La subjectivité devient un élément d’objectivation par la prise de conscience de celle-ci, par son acceptation, et par la capacité d’en faire un sujet d’échange.

Plus cette subjectivité est consciente, plus elle peut être questionnée par l’évaluateur lui-même, pour identifier la part qu’elle pourrait représenter dans son évaluation, et la repositionner ainsi à sa place la plus juste.  L’idée d’une objectivité absolue de l’évaluation professionnelle serait rassurante. Elle éviterait d’avoir à gérer une éventuelle réaction chez la personne évaluée, notamment par rapport au feed-back. L’outil représenterait une certaine assurance : « ce n’est pas moi qui le dit, c’est l’outil ».

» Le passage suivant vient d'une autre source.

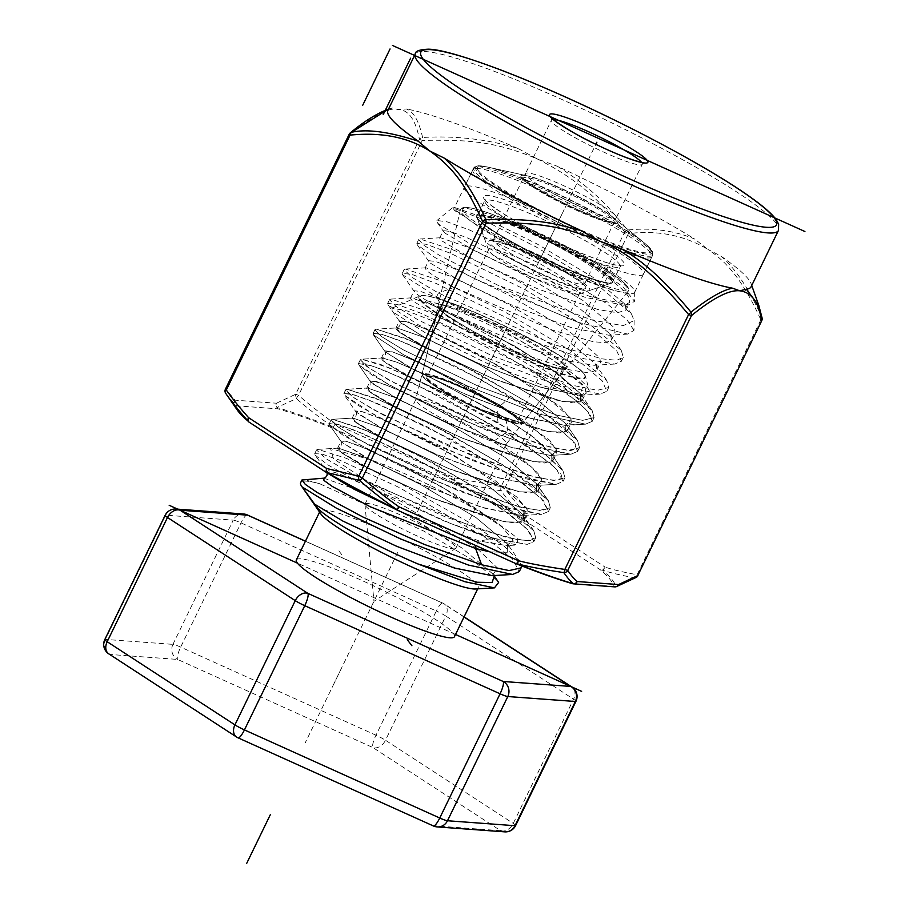 <?xml version="1.0" encoding="UTF-8"?>
<svg xmlns="http://www.w3.org/2000/svg" width="909" height="909" viewBox="0 0 909 909"><rect width="100%" height="100%" fill="white"/><g stroke="black" fill="none" stroke-linecap="round" stroke-linejoin="round"><path stroke-width="0.68" stroke-dasharray="4.54 3.41" d="M475.498 588.987A87.878 10.431 25.9 0 0 478.157 587.873A87.878 10.431 25.9 0 0 477.066 584.657A87.878 10.431 -154.1 0 0 394.415 535.696A87.878 10.431 -154.1 0 0 320.059 511.108L319.582 512.085M296.345 559.933A87.878 10.431 -154.1 0 1 370.702 584.521A87.878 10.431 -154.1 0 1 453.352 633.482A87.878 10.431 -154.1 0 1 454.455 636.698M320.832 513.88A87.878 10.431 -154.1 0 1 320.059 511.108M497.757 581.033L472.419 560.012L423.389 530.879L319.57 483.679A117.772 13.976 25.9 0 0 300.652 482.634M328.513 473.748L315.105 455.125L314.707 453.693L321.786 454.023L339.727 460.17L398.937 487.383L485.895 537.867L512.392 558.819L519.289 571.613M315.093 455.125L328.308 465.158L357.68 481.645L443.433 520.652C462.465 528.209 479.452 534.151 494.394 538.48L527.186 544.377L533.878 541.559L526.993 528.765L500.495 507.813L413.538 457.329L354.317 430.116L336.387 423.958L329.297 423.639L329.694 425.071L342.898 435.104L372.281 451.591L458.022 490.599L509.12 508.461L541.753 514.324L548.479 511.494L541.582 498.711L515.096 477.759L428.128 427.275L368.918 400.062L350.976 393.904L343.886 393.586L353.362 394.563L377.383 403.505L452.216 439.933L523.527 483.747L543.627 500.859L548.479 511.483L541.764 514.324L495.337 504.222L424.333 476.464L359.748 444.899L329.706 425.082L329.297 423.651L338.739 424.617L362.748 433.548L437.615 469.976L508.949 513.801L529.049 530.924L533.89 541.548L527.197 544.377L497.78 539.435L451.75 523.902L493.507 539.878L517.119 544.991L517.914 538.458L496.575 522.368L453.955 493.86L401.698 465.272L358.805 445.66L346.147 441.274L341.125 440.99L341.386 441.956L346.863 441.467L368.486 449.671L440.263 485.883L502.086 526.947L513.085 540.321L506.699 545.627L479.259 540.991L401.96 512.221M583.976 395.085L579.658 395.358L539.503 386.916L479.032 363.736L424.583 337.637L399.755 321.729L405.221 321.252L426.844 329.444L498.632 365.668L560.467 406.732L571.454 420.106L565.068 425.412L571.307 422.776L570.613 418.015L539.741 391.04L480.35 355.578L423.753 328.126L406.255 321.547L399.494 320.775L401.278 323.297L430.321 340.67L484.656 366.157L542.116 387.745L579.669 395.358L583.419 385.234L553.57 360.464L583.419 385.234L579.658 395.358L585.907 392.722L585.203 387.95L554.047 360.793L494.632 325.365L438.331 298.061L420.912 291.516L414.084 290.721L415.868 293.243C419.924 296.732 429.116 302.265 443.433 309.844L528.038 347.704L568.205 361.043L594.213 365.304L600.497 362.668L599.804 357.896L568.511 330.637L509.267 295.323L453.034 268.053L435.593 261.485L428.684 260.667L430.468 263.19L459.954 280.79L514.074 306.14L571.159 327.592L608.882 335.239L615.086 332.603L614.393 327.842L583.214 300.663L524.254 265.485L467.84 238.09L450.228 231.443L443.274 230.613L445.058 233.136L474.214 250.566L527.981 275.802L585.271 297.379L623.438 305.185L629.687 302.549L628.994 297.788C622.392 282.494 552.547 240.362 503.132 217.365A99.558 11.817 -154.1 0 1 634.743 291.8A99.558 11.817 -154.1 0 1 634.596 292.437A99.558 11.817 -154.1 0 1 564.114 270.871A99.558 11.817 -154.1 0 1 465.726 217.24L454.83 210.718L452.659 207.831L479.827 218.217L536.435 247.123L596.349 283.847L631.471 313.957L634.152 320.57L623.074 325.695L592.157 320.07L497.734 285.142L439.377 255.304L423.344 244.953L418.685 239.556L420.049 238.987L454.159 250.316L518.925 281.563L584.68 320.207L621.347 350.454L623.267 357.464L616.632 360.294L601.928 358.85L553.411 344.409L438.445 292.993L412.22 277.506L404.096 269.609L405.459 269.041L439.581 280.381L504.347 311.628L570.091 350.272L606.757 380.519L608.666 387.529L597.349 390.302L571.488 385.109L492.962 356.169L418.026 319.866L396.131 306.515L389.495 299.663L390.87 299.095L425.014 310.446L489.769 341.682L555.501 380.326L592.157 410.561L594.077 417.572L582.771 420.356L556.922 415.163L478.407 386.234L403.448 349.931L381.553 336.58L374.906 329.728L376.281 329.149L410.413 340.5L475.157 371.736L540.889 410.368L577.556 440.615L579.487 447.626L577.556 440.604L562.16 425.685L534.378 406.107L459.136 363.407L404.505 338.034L376.269 329.149L374.906 329.728L381.541 336.569L403.437 349.931L478.384 386.223L556.91 415.163L582.771 420.356L594.077 417.583L592.145 410.55L587.237 404.835C558.262 372.94 458.011 316.684 427.707 302.731C424.048 300.89 423.719 300.22 426.719 300.697L442.41 304.958C448.296 306.765 471.044 315.866 491.008 325.763C513.915 336.944 534.765 348.511 553.57 360.464C571.647 372.076 583.033 381.155 587.737 387.7L589.225 390.711L583.976 395.085L545.934 386.586L485.361 362.589L426.651 333.648L393.802 312.548L392.018 310.548L392.086 308.151L407.437 311.014L440.24 323.809L529.822 369.043L577.647 401.596L589.816 413.606L592.259 421.333L585.544 424.162L539.105 414.049L468.078 386.28L403.482 354.715L373.474 334.91L373.076 333.478L380.167 333.796L398.119 339.955L457.318 367.168L510.824 396.472L561.807 430.616L574.942 443.285L577.658 451.387L570.943 454.216L538.298 448.353L487.213 430.491L401.46 391.472L372.076 374.997L358.873 364.963L358.487 363.532L365.577 363.85L383.507 370.008L442.717 397.222L529.686 447.705L556.183 468.658L563.069 481.44L556.365 484.27L523.732 478.418L472.623 460.545L386.893 421.549L357.51 405.062L344.295 395.029L343.886 393.586L345.715 389.836L347.09 389.257L375.326 398.142L429.946 423.514L505.199 466.215L532.981 485.804L548.377 500.723L550.297 507.745L541.65 510.619L522.152 507.665L459.852 486.849L368.702 445.001L340.102 428.355L331.126 419.89L332.489 419.31L360.725 428.196L415.356 453.58L490.587 496.269L518.38 515.846L533.776 530.765L535.708 537.798L527.061 540.673L507.563 537.719L445.262 516.903L354.101 475.055L325.513 458.409L316.525 449.944L317.9 449.364L346.136 458.25L400.767 483.633L476.009 526.322L503.791 545.9L519.187 560.83L521.414 565.807M506.495 443.853A50.472 5.988 25.9 0 1 463.283 429.332A50.472 5.988 25.9 0 1 416.39 401.483A50.472 5.988 -154.1 0 1 415.708 399.778A50.472 5.988 -154.1 0 1 415.765 399.63A50.472 5.988 -154.1 0 1 458.477 413.754A50.472 5.988 -154.1 0 1 505.938 441.876A50.472 5.988 25.9 0 1 506.574 443.728A50.472 5.988 25.9 0 1 506.495 443.853L565.262 368.599A70.47 8.363 -154.1 0 1 504.938 348.317A70.47 8.363 -154.1 0 1 439.467 309.435A70.47 8.363 -154.1 0 1 438.513 307.06A70.47 8.363 -154.1 0 1 497.405 326.195A70.47 8.363 -154.1 0 1 564.5 365.838A70.47 8.363 -154.1 0 1 565.262 368.599L564.034 368.895C564.182 369.236 555.853 369.122 529.777 358.453L474.293 331.921L452.977 319.32C440.342 310.867 439.524 308.765 439.274 308.515L438.513 307.049L415.708 399.778M365.645 505.983A50.472 5.988 25.9 0 0 411.493 533.344A50.472 5.988 25.9 0 0 455.523 548.559A50.472 5.988 25.9 0 0 455.829 548.229A50.472 5.988 25.9 0 0 455.193 546.389A50.472 5.988 25.9 0 0 407.732 518.266A50.472 5.988 25.9 0 0 365.02 504.143A50.472 5.988 25.9 0 0 364.952 504.586A50.472 5.988 25.9 0 0 365.645 505.983M587.237 404.835A117.772 13.976 25.9 0 0 529.822 369.043M634.152 320.57L633.959 330.319L627.778 334.092L578.488 322.422L474.589 278.722L435.036 257.577L417.265 244.771L416.867 243.305L426.366 244.305L450.409 253.259L525.277 289.698L596.543 333.501L616.62 350.613L621.449 361.225L614.689 364.054L584.248 358.805L536.662 342.557L436.615 296.754L402.664 274.813L402.267 273.37L411.766 274.359L435.809 283.313L510.688 319.763L581.976 363.577L602.042 380.678L606.848 391.279L600.145 394.108L553.717 384.007L482.702 356.237L418.106 324.672L388.075 304.867L387.677 303.424L397.165 304.401L421.197 313.355L496.064 349.806L567.364 393.62L587.441 410.72L592.259 421.333L585.555 424.162L539.128 414.061L468.09 386.291L403.494 354.715L373.474 334.91L373.076 333.478L382.553 334.455L406.584 343.397L481.44 379.848L552.752 423.662L572.84 440.774L577.669 451.387L579.487 447.637L570.841 450.512L551.343 447.558L489.042 426.741L397.892 384.882L369.293 368.247L360.305 359.782L361.68 359.203L389.916 368.088L444.546 393.461L498.052 422.776L540.105 450.046L562.955 470.657L564.887 477.691L556.251 480.566L536.753 477.611L474.441 456.795L383.291 414.947L354.703 398.301L345.715 389.836L347.068 389.257L381.121 400.562L445.853 431.786L511.631 470.43L548.354 500.7L550.309 507.722L539.037 510.517L513.21 505.347L434.718 476.441L359.737 440.138L337.796 426.764L331.115 419.89L332.467 419.31L366.532 430.616L431.321 461.863L497.121 500.541L533.788 530.799L535.708 537.787L530.152 540.525L518.028 539.821L477.475 528.822L371.304 483.883C400.153 499.836 426.969 513.176 451.75 523.902M319.57 483.679L303.311 479.418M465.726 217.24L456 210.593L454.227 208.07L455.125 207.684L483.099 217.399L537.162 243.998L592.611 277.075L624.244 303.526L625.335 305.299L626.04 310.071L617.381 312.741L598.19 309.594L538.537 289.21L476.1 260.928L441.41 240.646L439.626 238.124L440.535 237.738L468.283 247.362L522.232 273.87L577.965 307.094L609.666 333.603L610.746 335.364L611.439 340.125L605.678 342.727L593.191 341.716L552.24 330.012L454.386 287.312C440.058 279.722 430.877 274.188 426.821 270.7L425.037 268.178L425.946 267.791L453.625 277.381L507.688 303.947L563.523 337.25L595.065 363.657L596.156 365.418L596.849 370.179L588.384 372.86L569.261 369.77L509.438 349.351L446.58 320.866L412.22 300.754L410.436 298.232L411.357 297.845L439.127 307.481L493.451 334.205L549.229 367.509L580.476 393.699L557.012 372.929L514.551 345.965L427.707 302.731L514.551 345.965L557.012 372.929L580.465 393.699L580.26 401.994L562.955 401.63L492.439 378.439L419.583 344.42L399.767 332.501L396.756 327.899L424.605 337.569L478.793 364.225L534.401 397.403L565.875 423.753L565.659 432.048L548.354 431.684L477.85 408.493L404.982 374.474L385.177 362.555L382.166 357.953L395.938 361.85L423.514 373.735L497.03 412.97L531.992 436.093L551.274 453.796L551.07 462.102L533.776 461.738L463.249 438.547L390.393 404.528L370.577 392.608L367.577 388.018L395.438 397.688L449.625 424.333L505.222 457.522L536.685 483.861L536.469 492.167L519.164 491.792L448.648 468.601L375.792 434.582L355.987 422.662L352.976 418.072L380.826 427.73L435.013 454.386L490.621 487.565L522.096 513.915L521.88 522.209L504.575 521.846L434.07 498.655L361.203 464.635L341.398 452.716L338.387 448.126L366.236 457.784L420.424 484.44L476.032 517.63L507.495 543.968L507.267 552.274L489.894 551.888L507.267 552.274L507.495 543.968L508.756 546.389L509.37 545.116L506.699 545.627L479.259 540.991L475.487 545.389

L’acceptation de la subjectivité, c’est aussi l’acceptation par l’évaluateur de sa propre faillibilité dans l’évaluation. Evaluer suppose de prendre un peu de recul  avec le besoin éventuel de l’évaluateur « d’avoir raison, d’être dans le vrai…d’avoir la bonne réponse, de savoir ». Une question de posture, en confiance.

Cette subjectivité représente toute la part humaine de l’évaluation, et une matière d’échange. Ce dernier est avant tout le socle de l’évaluation : une pratique de découverte, de compréhension, et d’accompagnement du développement professionnel.